Movida pelo desejo de se encontrar consigo, continua viagem: Saigão, Singapura, Bombaim, Tailândia, Hong-Kong. O apelo da partida é nela um ímpeto vital: «Partir é bom, mas, pensar em partir, melhor ainda. Quanto a mim, acho que tenho sempre chegado. Partir é esperança. Chegar, desencanto». A sua ficção, aberta ao exótico e à alteridade, centrada num quotidiano feminino, solitário e atormentado, onde o amor é apenas conjectura e desencontro, é a projecção literária de um universo pessoalíssimo, marcado por uma normalidade ameaçada, por vezes prestes a mergulhar no abismo da morte.
Se transitarmos para a esfera editorial, a sorte não se revelou menos negra. O seu primeiro livro, Eu Vim Para Ver a Terra (1965) – um volume de crónicas inicialmente publicadas na página literária do Diário de Notícias – veio a público estropiado e crivado de gralhas, convertendo o gosto em «grande desgosto». Seria o primeiro de uma série, como declara numa entrevista magoada à revista Ler (Outubro de 1990): «A minha sorte tem sido bem fraca: «Nunca tive um editor que se empenhasse na promoção da minha obra».
Má sorte, também, foi ter publicado num país que ainda não encontrou oportunidade para lhe reeditar a obra, que quando lhe recorda os livros é quase sempre e apenas para ilustrar a tradição do imaginário asiático na literatura portuguesa (Wenceslau de Moraes, Camilo Pessanha, Ruy Cinatti), ou para lhe colar a etiqueta redutora da escrita feminina.
Depois de tantas errâncias, Maria Ondina Braga viverá, a partir de 1964, a sua vida de modéstia em Lisboa, onde se dedica à tradução e ao trabalho da sua obra, que então começa a publicar. Em 1970, surge Amor e Morte, uma colectânea de contos, refundidos e aumentados no volume O Homem da Ilha e Outros Contos (1982), que lhe valeu o Prémio Ricardo Malheiros. Prossegue com Os Rostos de Jano (novelas, 1973), A Revolta das Palavras (contos, 1975), A Personagem (romance, 1978), obra de verdadeira aliança entre ficção e diário intimo que se reúnem para se (con)fundirem. Surgido em 1991, o romance Nocturno em Macau, distinguido com o Prémio Eça de Queirós, recolhe ainda as experiências do Oriente.

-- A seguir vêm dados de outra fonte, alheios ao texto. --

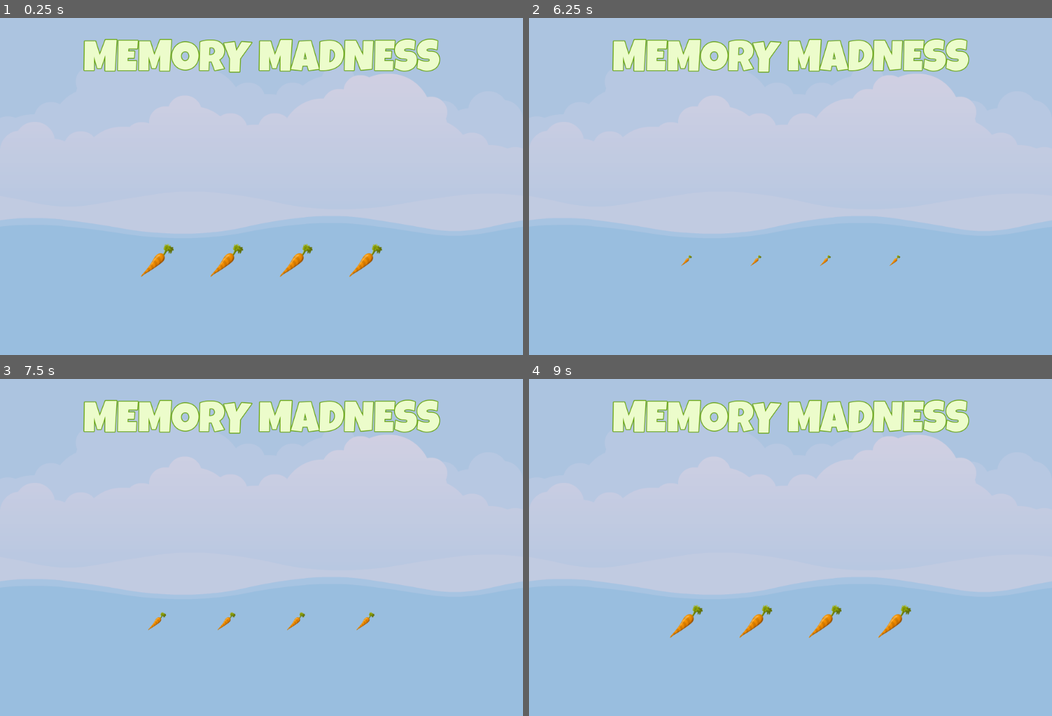
Above: before the commit, frames 1-4 (two rows, left to right).
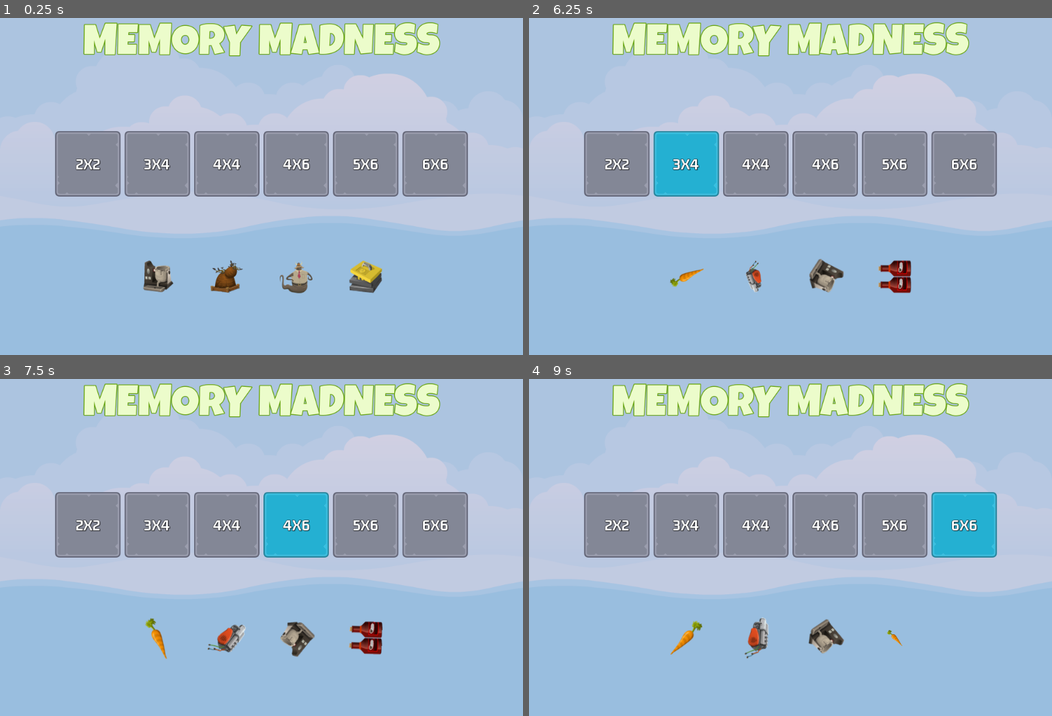
Above: after the commit, the same moments.

Repository: Jayasurya-Murugesan/MemoryMadness
Game: Godot game, scene res://scene/master_scene/master_scene.tscn
The game is run twice, just before and just after one commit, with the same random seed, the same clock (stepped at 60 frames per second) and the same inputs.
Inputs (mouse positions are in pixels of both pictures, inside the frame that each line leads up to):
- Up to frame 1 (0.25 s): no input
- Up to frame 2 (6.25 s): click (617, 162) at 0.5 s, where only the run after the commit has a clickable "2X2"; click (685, 162) at 1.25 s, where only the run after the commit has a clickable "3X4"; click (753, 162) at 2 s, where only the run after the commit has a clickable "4X4"; click (827, 162) at 2.75 s, where only the run after the commit has a clickable "4X6"; click (895, 162) at 3.5 s, where only the run after the commit has a clickable "5X6"; click (963, 162) at 4.25 s, where only the run after the commit has a clickable "6X6"; click (617, 162) at 5 s, where only the run after the commit has a clickable "2X2"; click (685, 162) at 5.75 s, where only the run after the commit has a clickable "3X4"
- Up to frame 3 (7.5 s): click (224, 523) at 6.5 s, where only the run after the commit has a clickable "4X4"; click (298, 523) at 7.25 s, where only the run after the commit has a clickable "4X6"
- Up to frame 4 (9 s): click (895, 523) at 8 s, where only the run after the commit has a clickable "5X6"; click (963, 523) at 8.75 s, where only the run after the commit has a clickable "6X6"

The runs differ from the first frame. In frame 1, 24% of the frame differs, in the area x 10-90%, y 1-82%; in frame 2, 23%; in frame 3, 23%; in frame 4, 23%.

Commit message:
second
COB - 25th March

Diff:
--- /dev/null
+++ b/assets/fonts/level_button.tres
@@ -0,0 +1,11 @@
+[gd_resource type="LabelSettings" load_steps=2 format=3 uid="uid://c3ejsyjllk7f7"]
+
+[ext_resource type="FontFile" uid="uid://ch50hbadwixpg" path="res://assets/fonts/gemunu-libre-v8-latin-700.ttf" id="1_018cf"]
+
+[resource]
+font = ExtResource("1_018cf")
+font_size = 32
+outline_size = 3
+outline_color = Color(0, 0, 0, 0.709804)
+shadow_size = 3
+shadow_color = Color(0, 0, 0, 0.360784)
--- a/project.godot
+++ b/project.godot
@@ -18,6 +18,8 @@
 [autoload]
 
 ImageManager="*res://singletons/image_manager.gd"
+SoundManager="*res://singletons/sound_manager.gd"
+GameManager="*res://singletons/game_manager.gd"
 
 [display]
 
--- a/scene/foint_sprite/front_sprite.gd
+++ b/scene/foint_sprite/front_sprite.gd
@@ -2,14 +2,27 @@
 
 const SCALE_SMALL:Vector2=Vector2(0.1,0.1)
 const SCALE_NORMAL:Vector2=Vector2(1.0,1.0)
+const SPIN_TIME_RANGE:Vector2=Vector2(1.0,2.0)
 const SCALE_TIME:float=1.0
 
 # Called when the node enters the scene tree for the first time.
 func _ready():
 	run_me()
 
+func set_random_image()->void:
+	texture=ImageManager.get_random_item_image().item_texture
+
+func get_random_spin_time()->float:
+	return randf_range(SPIN_TIME_RANGE.x,SPIN_TIME_RANGE.y)
+
+func get_random_rotation()->float:
+	return deg_to_rad(randf_range(-360,360))
+
 func run_me()->void:
 	var tween= get_tree().create_tween()
 	tween.set_loops()
+	tween.tween_callback(set_random_image)
 	tween.tween_property(self,"scale",SCALE_NORMAL,SCALE_TIME)
+	tween.tween_property(self,"rotation",get_random_rotation(),get_random_spin_time())
+	tween.tween_property(self,"rotation",get_random_rotation(),get_random_spin_time())
 	tween.tween_property(self,"scale",SCALE_SMALL,SCALE_TIME)
--- /dev/null
+++ b/scene/level_button/level_button.gd
@@ -0,0 +1,19 @@
+extends TextureButton
+
+@onready var label = $Label
+@onready var sound = $Sound
+
+var _level_number :int =0
+
+# Called when the node enters the scene tree for the first time.
+func _ready():
+	pass
+
+func set_level_number(level_num:int)->void:
+	_level_number=level_num
+	var l_data=GameManager.LEVELS[_level_number]
+	label.text="%sX%s" % [l_data.rows,l_data.cols]
+
+
+func _on_pressed():
+	SoundManager.play_button_click(sound)
--- /dev/null
+++ b/scene/level_button/level_button.tscn
@@ -0,0 +1,41 @@
+[gd_scene load_steps=6 format=3 uid="uid://c5qv0qgfrfpqo"]
+
+[ext_resource type="Texture2D" uid="uid://cn0lek8ep8t8p" path="res://assets/ui/level_select_frame_128.png" id="1_b72ie"]
+[ext_resource type="Texture2D" uid="uid://ct0c23uihqwx8" path="res://assets/ui/level_select_frame_select_128.png" id="2_dtdyl"]
+[ext_resource type="Texture2D" uid="uid://ctalyfeolbe8x" path="res://assets/ui/level_select_frame_hover_128.png" id="3_772lm"]
+[ext_resource type="Script" path="res://scene/level_button/level_button.gd" id="4_mirvd"]
+[ext_resource type="LabelSettings" uid="uid://c3ejsyjllk7f7" path="res://assets/fonts/level_button.tres" id="5_danxr"]
+
+[node name="LevelButton" type="TextureButton"]
+anchors_preset = 8
+anchor_left = 0.5
+anchor_top = 0.5
+anchor_right = 0.5
+anchor_bottom = 0.5
+offset_left = -64.0
+offset_top = -64.0
+offset_right = 64.0
+offset_bottom = 64.0
+grow_horizontal = 2
+grow_vertical = 2
+pivot_offset = Vector2(64, 64)
+texture_normal = ExtResource("1_b72ie")
+texture_pressed = ExtResource("2_dtdyl")
+texture_hover = ExtResource("3_772lm")
+script = ExtResource("4_mirvd")
+
+[node name="Label" type="Label" parent="."]
+layout_mode = 1
+anchors_preset = 15
+anchor_right = 1.0
+anchor_bottom = 1.0
+grow_horizontal = 2
+grow_vertical = 2
+text = "0X0"
+label_settings = ExtResource("5_danxr")
+horizontal_alignment = 1
+vertical_alignment = 1
+
+[node name="Sound" type="AudioStreamPlayer" parent="."]
+
+[connection signal="pressed" from="." to="." method="_on_pressed"]
--- /dev/null
+++ b/scene/main_screen/main_screen.gd
@@ -0,0 +1,16 @@
+extends Control
+
+@export var level_button_scene:PackedScene
+@onready var hb_levels = $VB/HBLevels
+
+func _ready():
+	setup_grid()
+
+func create_level_button(ln:int)->void:
+	var new_lb=level_button_scene.instantiate()
+	hb_levels.add_child(new_lb)
+	new_lb.set_level_number(ln)
+
+func setup_grid()->void:
+	for level in GameManager.LEVELS:
+		create_level_button(level)
--- a/scene/main_screen/main_screen.tscn
+++ b/scene/main_screen/main_screen.tscn
@@ -1,7 +1,9 @@
-[gd_scene load_steps=3 format=3 uid="uid://uhp0g4bb61cu"]
+[gd_scene load_steps=5 format=3 uid="uid://uhp0g4bb61cu"]
 
+[ext_resource type="Script" path="res://scene/main_screen/main_screen.gd" id="1_bq4r3"]
 [ext_resource type="LabelSettings" uid="uid://d1xfmecum3358" path="res://assets/fonts/1_label_settings.tres" id="1_itgv5"]
 [ext_resource type="PackedScene" uid="uid://behnghyy4cja8" path="res://scene/foint_sprite/front_sprite.tscn" id="2_eby1a"]
+[ext_resource type="PackedScene" uid="uid://c5qv0qgfrfpqo" path="res://scene/level_button/level_button.tscn" id="2_wnhxx"]
 
 [node name="MainScreen" type="Control"]
 layout_mode = 3
@@ -10,6 +12,8 @@
 anchor_bottom = 1.0
 grow_horizontal = 2
 grow_vertical = 2
+script = ExtResource("1_bq4r3")
+level_button_scene = ExtResource("2_wnhxx")
 
 [node name="ColorRect" type="ColorRect" parent="."]
 layout_mode = 1
@@ -46,6 +50,7 @@
 [node name="HBLevels" type="HBoxContainer" parent="VB"]
 layout_mode = 2
 size_flags_horizontal = 4
+theme_override_constants/separation = 8
 
 [node name="Spacer3" type="Control" parent="VB"]
 layout_mode = 2
--- /dev/null
+++ b/singletons/game_manager.gd
@@ -0,0 +1,10 @@
+extends Node
+
+const LEVELS:Dictionary={
+	1:{"rows":2,"cols":2},
+	2:{"rows":3,"cols":4},
+	3:{"rows":4,"cols":4},
+	4:{"rows":4,"cols":6},
+	5:{"rows":5,"cols":6},
+	6:{"rows":6,"cols":6}
+}
--- a/singletons/image_manager.gd
+++ b/singletons/image_manager.gd
@@ -1,14 +1,25 @@
 extends Node
-#--- ---#
+
 var _item_images: Array=[]
 
 func _ready():
 	load_image()
 
-#---loading images from glitch path ---#
 
+#--- creating a dictionary and adding that to array
+
+func add_file_to_list(fn:String,path:String)->void:
+	var full_path=path+"/"+fn
+
+	var ii_dict = {
+		"item_name":fn.rstrip(".png"),
+		"item_texture":load(full_path)
+	}
+	_item_images.append(ii_dict)
+
+#---loading images from glitch path
 func load_image()->void:
-	var path ="res://assets//"
+	var path = "res://assets/glitch/"
 	var dir=DirAccess.open(path)
 
 	if not dir:
@@ -16,19 +27,11 @@
 		return
 	var file_names=dir.get_files()
 
-	#--- ignoring .import files ---#
+	#--- ignoring .import files
 	for file_name in file_names:
 		if ".import" not in file_name:
 			add_file_to_list(file_name,path)
 
 
-#--- creating a dictionary and adding that to array---#
-
-func add_file_to_list(fn:String,path:String)->void:
-	var full_path=path+"/"+fn
-
-	var ii_dict = {
-		"item_name":fn.rstrip(".png"),
-		"item:texture":load(full_path)
-	}
-	_item_images.append(ii_dict)
+func get_random_item_image()->Dictionary:
+	return _item_images.pick_random()
--- /dev/null
+++ b/singletons/sound_manager.gd
@@ -0,0 +1,29 @@
+extends Node
+
+
+const SOUND_MAIN_MENU = "main"
+const SOUND_IN_GAME = "ingame"
+const SOUND_SUCCESS = "success"
+const SOUND_GAME_OVER = "gameover"
+const SOUND_SELECT_TILE = "tile"
+const SOUND_SELECT_BUTTON = "button"
+
+
+const SOUNDS = {
+	SOUND_MAIN_MENU: preload("res://assets/sounds/bgm_action_3.mp3"),
+	SOUND_IN_GAME: preload("res://assets/sounds/bgm_action_4.mp3"),
+	SOUND_SUCCESS: preload("res://assets/sounds/sfx_sounds_fanfare3.wav"),
+	SOUND_GAME_OVER: preload("res://assets/sounds/sfx_sounds_powerup12.wav"),
+	SOUND_SELECT_TILE: preload("res://assets/sounds/sfx_sounds_impact1.wav"),
+	SOUND_SELECT_BUTTON: preload("res://assets/sounds/sfx_sounds_impact7.wav")
+}
+
+func play_sound(player:AudioStreamPlayer, key: String)->void:
+	if SOUNDS.has(key)==false:
+		return
+	player.stop()
+	player.stream=SOUNDS[key]
+	player.play()
+
+func play_button_click(player:AudioStreamPlayer)->void:
+	play_sound(player,SOUND_SELECT_BUTTON)
Not shown, added: scene/foint_sprite/fro6FEA.tmp
Not shown, added: scene/level_button/lev52AE.tmp

Maria Ondina Braga fez do exercício da escrita, subtil e penetrante, povoada pelos lugares que foram os das suas viagens, a mesa da sua solidão. Como companheiras teve Maria Browne, Lou Salomé, Jane Austene, Irene Lisboa, Georg Sand, Virgínia Woolf, Rosalía de Castro, Cecília Meirelles, Georg Eliot, Florbela Espanca entre muitas outras figuras femininas que biografou e se encontram reunidas nos dois volumes de Mulheres Escritoras (1980).
A autora de Angústia em Pequim regressará a Braga para morrer em solidão.